▸ Task to complete
Find every line in the records below that holds the word "slide", and copy it out.

Items from a dataset:
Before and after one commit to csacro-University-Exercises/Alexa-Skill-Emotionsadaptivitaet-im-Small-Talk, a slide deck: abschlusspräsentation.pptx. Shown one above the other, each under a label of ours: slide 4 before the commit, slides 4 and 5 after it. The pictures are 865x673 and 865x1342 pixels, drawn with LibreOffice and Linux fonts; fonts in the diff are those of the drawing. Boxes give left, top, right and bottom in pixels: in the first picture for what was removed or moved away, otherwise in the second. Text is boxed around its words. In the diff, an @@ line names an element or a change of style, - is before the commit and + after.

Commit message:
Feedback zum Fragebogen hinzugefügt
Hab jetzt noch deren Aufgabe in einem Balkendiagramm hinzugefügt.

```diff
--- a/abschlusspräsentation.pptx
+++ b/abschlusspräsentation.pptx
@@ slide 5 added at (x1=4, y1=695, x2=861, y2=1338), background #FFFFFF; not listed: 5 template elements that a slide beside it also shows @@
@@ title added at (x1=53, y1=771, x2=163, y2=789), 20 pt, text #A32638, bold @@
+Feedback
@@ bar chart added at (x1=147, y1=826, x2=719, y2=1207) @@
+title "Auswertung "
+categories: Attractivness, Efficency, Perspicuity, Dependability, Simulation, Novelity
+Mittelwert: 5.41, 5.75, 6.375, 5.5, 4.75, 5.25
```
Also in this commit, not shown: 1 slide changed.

▸ Your response
Before and after one commit to csacro-University-Exercises/Alexa-Skill-Emotionsadaptivitaet-im-Small-Talk, a slide deck: abschlusspräsentation.pptx. Shown one above the other, each under a label of ours: slide 4 before the commit, slides 4 and 5 after it. The pictures are 865x673 and 865x1342 pixels, drawn with LibreOffice and Linux fonts; fonts in the diff are those of the drawing. Boxes give left, top, right and bottom in pixels: in the first picture for what was removed or moved away, otherwise in the second. Text is boxed around its words. In the diff, an @@ line names an element or a change of style, - is before the commit and + after.
@@ slide 5 added at (x1=4, y1=695, x2=861, y2=1338), background #FFFFFF; not listed: 5 template elements that a slide beside it also shows @@
Also in this commit, not shown: 1 slide changed.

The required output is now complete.